▶ [TASK REQUIREMENTS]:
With every mark kept, transcribe all of the records.

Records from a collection
================
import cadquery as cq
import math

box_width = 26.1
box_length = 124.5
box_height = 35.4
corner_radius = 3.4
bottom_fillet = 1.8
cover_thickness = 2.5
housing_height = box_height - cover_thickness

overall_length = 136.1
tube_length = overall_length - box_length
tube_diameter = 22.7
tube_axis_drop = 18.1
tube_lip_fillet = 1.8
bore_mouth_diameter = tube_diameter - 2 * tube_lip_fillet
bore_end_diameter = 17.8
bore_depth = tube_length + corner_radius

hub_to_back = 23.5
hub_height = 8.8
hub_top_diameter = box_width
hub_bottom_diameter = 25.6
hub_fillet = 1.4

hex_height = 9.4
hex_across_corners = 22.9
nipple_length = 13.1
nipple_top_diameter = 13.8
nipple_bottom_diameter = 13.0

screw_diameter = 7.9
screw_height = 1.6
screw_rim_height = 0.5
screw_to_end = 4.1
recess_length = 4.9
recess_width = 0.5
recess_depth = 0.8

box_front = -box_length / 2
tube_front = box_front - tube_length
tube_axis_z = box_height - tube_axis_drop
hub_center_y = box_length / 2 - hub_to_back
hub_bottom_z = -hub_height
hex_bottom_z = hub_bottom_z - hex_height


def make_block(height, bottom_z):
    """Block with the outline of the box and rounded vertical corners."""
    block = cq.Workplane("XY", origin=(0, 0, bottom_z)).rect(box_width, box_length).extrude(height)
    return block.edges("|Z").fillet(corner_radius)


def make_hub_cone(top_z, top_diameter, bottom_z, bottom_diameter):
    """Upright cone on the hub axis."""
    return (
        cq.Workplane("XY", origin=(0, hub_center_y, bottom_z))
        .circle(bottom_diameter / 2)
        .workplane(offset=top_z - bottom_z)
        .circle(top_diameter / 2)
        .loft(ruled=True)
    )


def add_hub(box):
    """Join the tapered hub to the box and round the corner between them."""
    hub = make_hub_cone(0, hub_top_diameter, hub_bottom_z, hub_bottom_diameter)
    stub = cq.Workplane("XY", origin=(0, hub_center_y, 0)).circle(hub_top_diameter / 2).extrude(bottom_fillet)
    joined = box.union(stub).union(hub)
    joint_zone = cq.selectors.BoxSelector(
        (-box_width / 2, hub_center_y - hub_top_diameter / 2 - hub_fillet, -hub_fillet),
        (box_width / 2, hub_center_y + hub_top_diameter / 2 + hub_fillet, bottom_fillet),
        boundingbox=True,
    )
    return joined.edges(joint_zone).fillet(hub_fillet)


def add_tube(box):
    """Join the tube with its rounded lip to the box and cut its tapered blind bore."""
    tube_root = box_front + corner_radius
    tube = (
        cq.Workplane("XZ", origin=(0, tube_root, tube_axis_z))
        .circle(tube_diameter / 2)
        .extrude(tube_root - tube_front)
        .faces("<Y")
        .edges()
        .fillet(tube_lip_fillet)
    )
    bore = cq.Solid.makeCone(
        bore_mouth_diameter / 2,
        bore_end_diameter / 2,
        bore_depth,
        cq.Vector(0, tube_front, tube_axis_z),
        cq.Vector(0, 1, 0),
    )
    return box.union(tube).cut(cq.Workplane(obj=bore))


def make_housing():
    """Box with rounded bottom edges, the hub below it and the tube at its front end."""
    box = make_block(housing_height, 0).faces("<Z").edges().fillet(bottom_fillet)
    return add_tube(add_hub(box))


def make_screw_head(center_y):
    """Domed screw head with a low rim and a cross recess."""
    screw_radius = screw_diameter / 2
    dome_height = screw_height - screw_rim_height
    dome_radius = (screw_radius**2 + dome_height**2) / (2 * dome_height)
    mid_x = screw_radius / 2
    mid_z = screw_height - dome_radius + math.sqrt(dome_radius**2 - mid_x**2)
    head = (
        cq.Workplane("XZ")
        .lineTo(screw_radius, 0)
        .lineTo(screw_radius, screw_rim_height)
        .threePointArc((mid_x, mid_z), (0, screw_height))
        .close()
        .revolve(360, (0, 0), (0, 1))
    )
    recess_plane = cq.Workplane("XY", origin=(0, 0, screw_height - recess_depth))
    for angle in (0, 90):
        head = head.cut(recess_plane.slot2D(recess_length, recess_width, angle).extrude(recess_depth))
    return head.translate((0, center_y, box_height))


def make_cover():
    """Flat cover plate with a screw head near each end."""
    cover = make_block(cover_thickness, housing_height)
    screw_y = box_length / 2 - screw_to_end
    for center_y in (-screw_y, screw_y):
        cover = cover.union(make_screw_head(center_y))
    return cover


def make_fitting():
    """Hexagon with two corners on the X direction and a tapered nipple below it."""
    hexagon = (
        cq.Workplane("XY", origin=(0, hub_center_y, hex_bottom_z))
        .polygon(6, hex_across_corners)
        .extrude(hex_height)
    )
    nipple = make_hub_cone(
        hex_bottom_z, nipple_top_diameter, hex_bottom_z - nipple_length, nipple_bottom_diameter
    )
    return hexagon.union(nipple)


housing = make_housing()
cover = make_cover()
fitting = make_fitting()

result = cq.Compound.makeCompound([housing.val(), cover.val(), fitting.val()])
================
▶ [TASK RESULT]:
import cadquery as cq
import math

box_width = 26.1
box_length = 124.5
box_height = 35.4
corner_radius = 3.4
bottom_fillet = 1.8
cover_thickness = 2.5
housing_height = box_height - cover_thickness

overall_length = 136.1
tube_length = overall_length - box_length
tube_diameter = 22.7
tube_axis_drop = 18.1
tube_lip_fillet = 1.8
bore_mouth_diameter = tube_diameter - 2 * tube_lip_fillet
bore_end_diameter = 17.8
bore_depth = tube_length + corner_radius

hub_to_back = 23.5
hub_height = 8.8
hub_top_diameter = box_width
hub_bottom_diameter = 25.6
hub_fillet = 1.4

hex_height = 9.4
hex_across_corners = 22.9
nipple_length = 13.1
nipple_top_diameter = 13.8
nipple_bottom_diameter = 13.0

screw_diameter = 7.9
screw_height = 1.6
screw_rim_height = 0.5
screw_to_end = 4.1
recess_length = 4.9
recess_width = 0.5
recess_depth = 0.8

box_front = -box_length / 2
tube_front = box_front - tube_length
tube_axis_z = box_height - tube_axis_drop
hub_center_y = box_length / 2 - hub_to_back
hub_bottom_z = -hub_height
hex_bottom_z = hub_bottom_z - hex_height


def make_block(height, bottom_z):
    """Block with the outline of the box and rounded vertical corners."""
    block = cq.Workplane("XY", origin=(0, 0, bottom_z)).rect(box_width, box_length).extrude(height)
    return block.edges("|Z").fillet(corner_radius)


def make_hub_cone(top_z, top_diameter, bottom_z, bottom_diameter):
    """Upright cone on the hub axis."""
    return (
        cq.Workplane("XY", origin=(0, hub_center_y, bottom_z))
        .circle(bottom_diameter / 2)
        .workplane(offset=top_z - bottom_z)
        .circle(top_diameter / 2)
        .loft(ruled=True)
    )


def add_hub(box):
    """Join the tapered hub to the box and round the corner between them."""
    hub = make_hub_cone(0, hub_top_diameter, hub_bottom_z, hub_bottom_diameter)
    stub = cq.Workplane("XY", origin=(0, hub_center_y, 0)).circle(hub_top_diameter / 2).extrude(bottom_fillet)
    joined = box.union(stub).union(hub)
    joint_zone = cq.selectors.BoxSelector(
        (-box_width / 2, hub_center_y - hub_top_diameter / 2 - hub_fillet, -hub_fillet),
        (box_width / 2, hub_center_y + hub_top_diameter / 2 + hub_fillet, bottom_fillet),
        boundingbox=True,
    )
    return joined.edges(joint_zone).fillet(hub_fillet)


def add_tube(box):
    """Join the tube with its rounded lip to the box and cut its tapered blind bore."""
    tube_root = box_front + corner_radius
    tube = (
        cq.Workplane("XZ", origin=(0, tube_root, tube_axis_z))
        .circle(tube_diameter / 2)
        .extrude(tube_root - tube_front)
        .faces("<Y")
        .edges()
        .fillet(tube_lip_fillet)
    )
    bore = cq.Solid.makeCone(
        bore_mouth_diameter / 2,
        bore_end_diameter / 2,
        bore_depth,
        cq.Vector(0, tube_front, tube_axis_z),
        cq.Vector(0, 1, 0),
    )
    return box.union(tube).cut(cq.Workplane(obj=bore))


def make_housing():
    """Box with rounded bottom edges, the hub below it and the tube at its front end."""
    box = make_block(housing_height, 0).faces("<Z").edges().fillet(bottom_fillet)
    return add_tube(add_hub(box))


def make_screw_head(center_y):
    """Domed screw head with a low rim and a cross recess."""
    screw_radius = screw_diameter / 2
    dome_height = screw_height - screw_rim_height
    dome_radius = (screw_radius**2 + dome_height**2) / (2 * dome_height)
    mid_x = screw_radius / 2
    mid_z = screw_height - dome_radius + math.sqrt(dome_radius**2 - mid_x**2)
    head = (
        cq.Workplane("XZ")
        .lineTo(screw_radius, 0)
        .lineTo(screw_radius, screw_rim_height)
        .threePointArc((mid_x, mid_z), (0, screw_height))
        .close()
        .revolve(360, (0, 0), (0, 1))
    )
    recess_plane = cq.Workplane("XY", origin=(0, 0, screw_height - recess_depth))
    for angle in (0, 90):
        head = head.cut(recess_plane.slot2D(recess_length, recess_width, angle).extrude(recess_depth))
    return head.translate((0, center_y, box_height))


def make_cover():
    """Flat cover plate with a screw head near each end."""
    cover = make_block(cover_thickness, housing_height)
    screw_y = box_length / 2 - screw_to_end
    for center_y in (-screw_y, screw_y):
        cover = cover.union(make_screw_head(center_y))
    return cover


def make_fitting():
    """Hexagon with two corners on the X direction and a tapered nipple below it."""
    hexagon = (
        cq.Workplane("XY", origin=(0, hub_center_y, hex_bottom_z))
        .polygon(6, hex_across_corners)
        .extrude(hex_height)
    )
    nipple = make_hub_cone(
        hex_bottom_z, nipple_top_diameter, hex_bottom_z - nipple_length, nipple_bottom_diameter
    )
    return hexagon.union(nipple)


housing = make_housing()
cover = make_cover()
fitting = make_fitting()

result = cq.Compound.makeCompound([housing.val(), cover.val(), fitting.val()])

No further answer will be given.